Instructions to follow: Read through the listing below, and copy every line where the string "column" appears.

Source data:
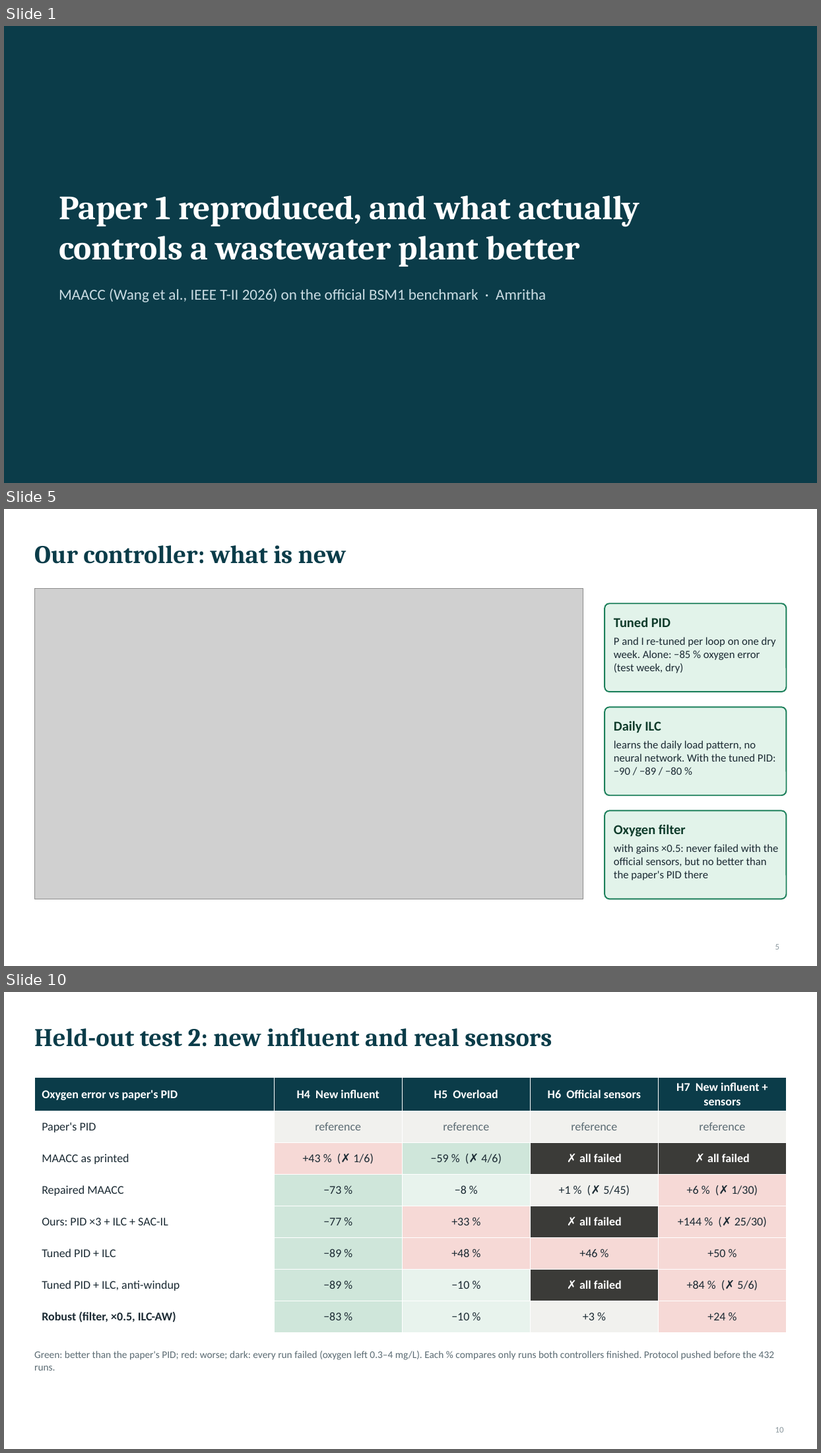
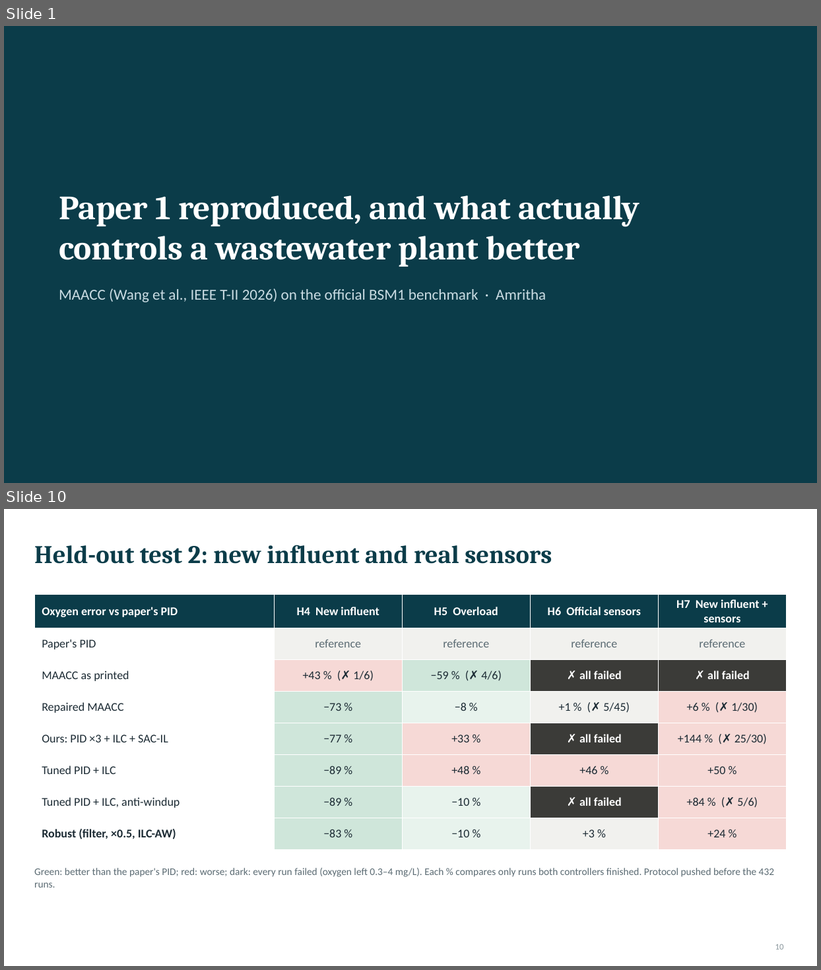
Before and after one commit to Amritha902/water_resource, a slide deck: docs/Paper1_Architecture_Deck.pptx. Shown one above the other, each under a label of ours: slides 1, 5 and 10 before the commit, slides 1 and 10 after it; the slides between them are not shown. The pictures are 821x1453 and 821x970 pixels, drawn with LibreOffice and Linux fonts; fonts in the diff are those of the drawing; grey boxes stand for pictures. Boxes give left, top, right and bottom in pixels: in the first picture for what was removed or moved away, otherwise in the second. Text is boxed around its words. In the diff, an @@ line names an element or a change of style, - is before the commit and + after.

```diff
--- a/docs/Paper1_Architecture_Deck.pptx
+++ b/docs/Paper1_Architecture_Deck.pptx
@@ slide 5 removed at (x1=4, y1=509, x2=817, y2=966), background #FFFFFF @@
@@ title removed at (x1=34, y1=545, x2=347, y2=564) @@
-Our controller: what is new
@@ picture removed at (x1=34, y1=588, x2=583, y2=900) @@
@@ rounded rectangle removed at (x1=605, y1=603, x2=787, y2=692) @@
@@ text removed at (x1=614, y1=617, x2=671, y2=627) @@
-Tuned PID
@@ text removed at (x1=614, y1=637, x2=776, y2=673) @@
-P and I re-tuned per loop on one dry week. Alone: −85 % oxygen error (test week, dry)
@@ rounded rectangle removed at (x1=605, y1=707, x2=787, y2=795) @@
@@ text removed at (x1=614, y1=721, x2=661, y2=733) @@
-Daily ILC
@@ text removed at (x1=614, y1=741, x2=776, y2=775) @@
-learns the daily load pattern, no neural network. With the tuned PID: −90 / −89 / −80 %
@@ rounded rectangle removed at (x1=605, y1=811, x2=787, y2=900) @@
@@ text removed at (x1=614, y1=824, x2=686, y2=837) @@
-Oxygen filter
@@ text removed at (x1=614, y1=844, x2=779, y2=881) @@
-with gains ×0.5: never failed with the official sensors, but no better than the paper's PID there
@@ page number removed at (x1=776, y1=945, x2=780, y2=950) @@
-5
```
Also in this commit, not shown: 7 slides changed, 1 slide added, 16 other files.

--

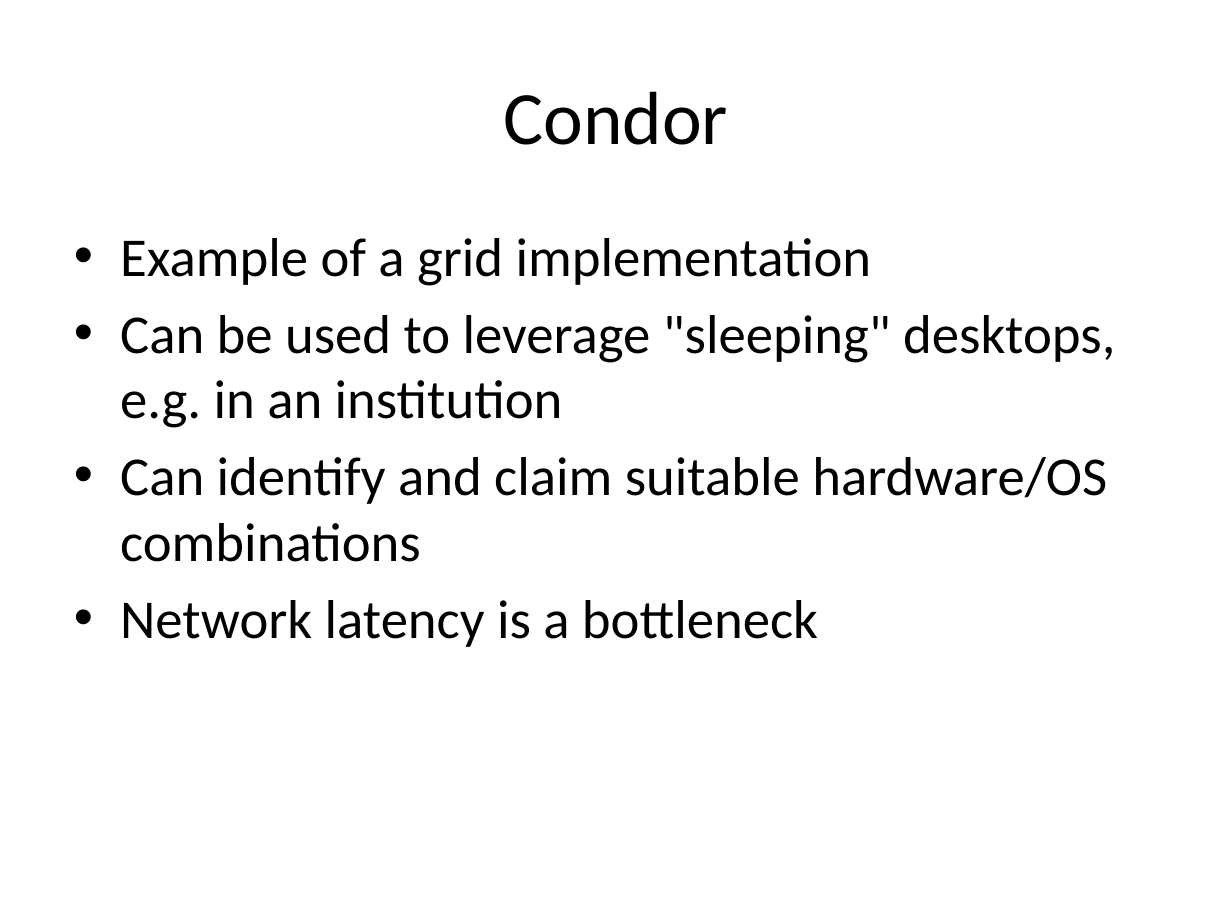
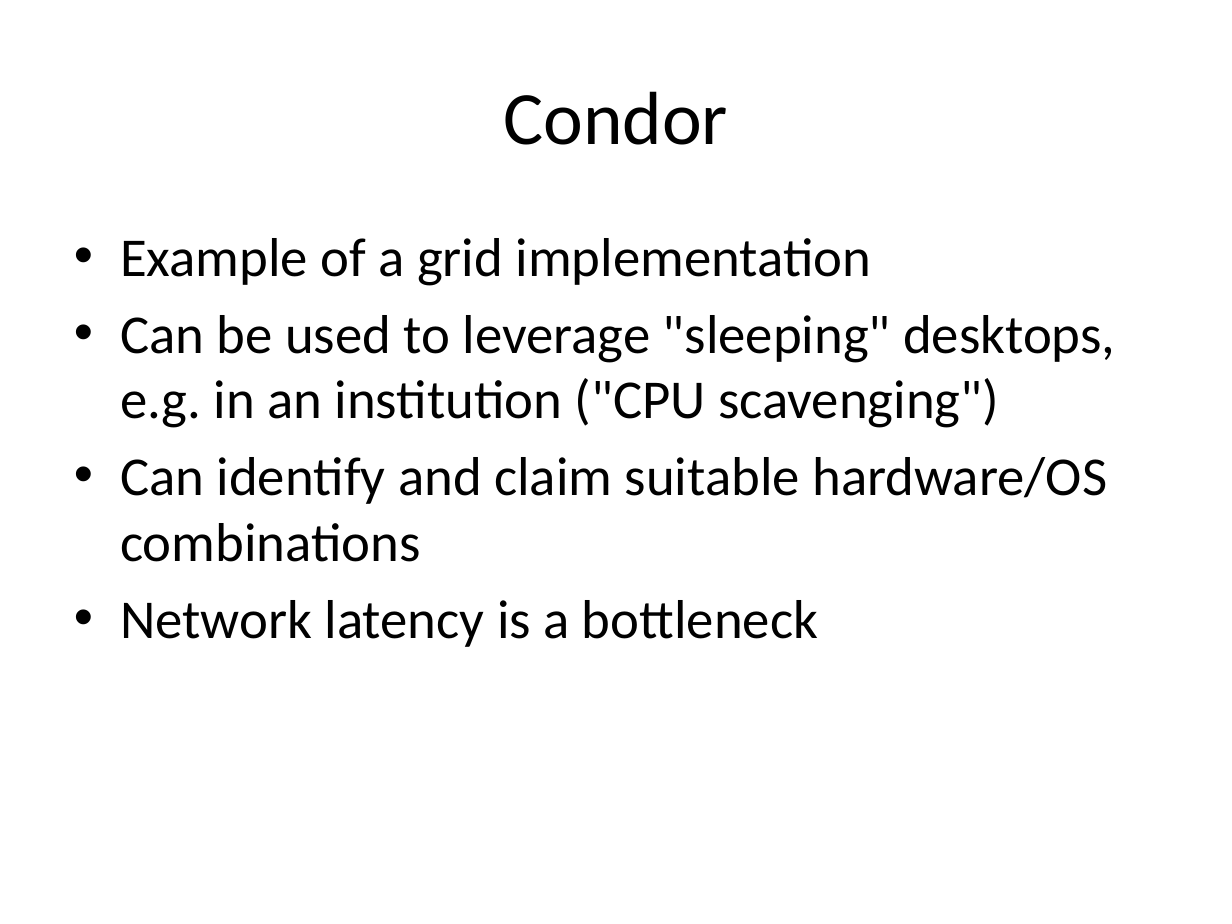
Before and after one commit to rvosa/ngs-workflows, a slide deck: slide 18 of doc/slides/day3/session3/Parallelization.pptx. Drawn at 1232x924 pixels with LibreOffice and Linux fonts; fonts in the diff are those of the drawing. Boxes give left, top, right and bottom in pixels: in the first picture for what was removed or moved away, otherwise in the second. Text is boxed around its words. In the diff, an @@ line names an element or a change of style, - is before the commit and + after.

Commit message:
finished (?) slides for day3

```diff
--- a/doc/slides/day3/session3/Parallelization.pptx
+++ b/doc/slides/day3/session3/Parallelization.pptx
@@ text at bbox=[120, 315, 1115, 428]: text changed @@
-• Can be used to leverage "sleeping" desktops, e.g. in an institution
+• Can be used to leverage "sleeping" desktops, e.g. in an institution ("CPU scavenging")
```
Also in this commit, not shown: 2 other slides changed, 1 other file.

==

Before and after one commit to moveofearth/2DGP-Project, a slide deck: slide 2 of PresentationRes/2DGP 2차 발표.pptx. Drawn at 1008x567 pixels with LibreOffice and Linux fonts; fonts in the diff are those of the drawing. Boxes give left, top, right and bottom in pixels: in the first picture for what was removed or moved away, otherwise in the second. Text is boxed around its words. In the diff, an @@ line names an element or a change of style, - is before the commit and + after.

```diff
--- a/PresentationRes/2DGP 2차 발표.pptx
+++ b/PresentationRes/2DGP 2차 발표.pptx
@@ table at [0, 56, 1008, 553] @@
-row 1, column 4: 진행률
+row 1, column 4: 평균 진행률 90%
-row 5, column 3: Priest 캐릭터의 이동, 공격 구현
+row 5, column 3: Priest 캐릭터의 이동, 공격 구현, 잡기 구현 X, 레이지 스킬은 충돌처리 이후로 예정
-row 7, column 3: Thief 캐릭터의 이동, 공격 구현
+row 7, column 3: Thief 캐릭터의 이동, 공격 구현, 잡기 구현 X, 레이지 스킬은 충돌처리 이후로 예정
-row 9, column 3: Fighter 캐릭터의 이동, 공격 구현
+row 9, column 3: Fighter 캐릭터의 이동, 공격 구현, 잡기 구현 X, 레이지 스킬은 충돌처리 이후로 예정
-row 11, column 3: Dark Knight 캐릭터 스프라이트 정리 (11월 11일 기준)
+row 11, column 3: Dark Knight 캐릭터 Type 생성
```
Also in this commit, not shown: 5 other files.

Task result:
-row 1, column 4: 진행률
+row 1, column 4: 평균 진행률 90%
-row 5, column 3: Priest 캐릭터의 이동, 공격 구현
+row 5, column 3: Priest 캐릭터의 이동, 공격 구현, 잡기 구현 X, 레이지 스킬은 충돌처리 이후로 예정
-row 7, column 3: Thief 캐릭터의 이동, 공격 구현
+row 7, column 3: Thief 캐릭터의 이동, 공격 구현, 잡기 구현 X, 레이지 스킬은 충돌처리 이후로 예정
-row 9, column 3: Fighter 캐릭터의 이동, 공격 구현
+row 9, column 3: Fighter 캐릭터의 이동, 공격 구현, 잡기 구현 X, 레이지 스킬은 충돌처리 이후로 예정
-row 11, column 3: Dark Knight 캐릭터 스프라이트 정리 (11월 11일 기준)
+row 11, column 3: Dark Knight 캐릭터 Type 생성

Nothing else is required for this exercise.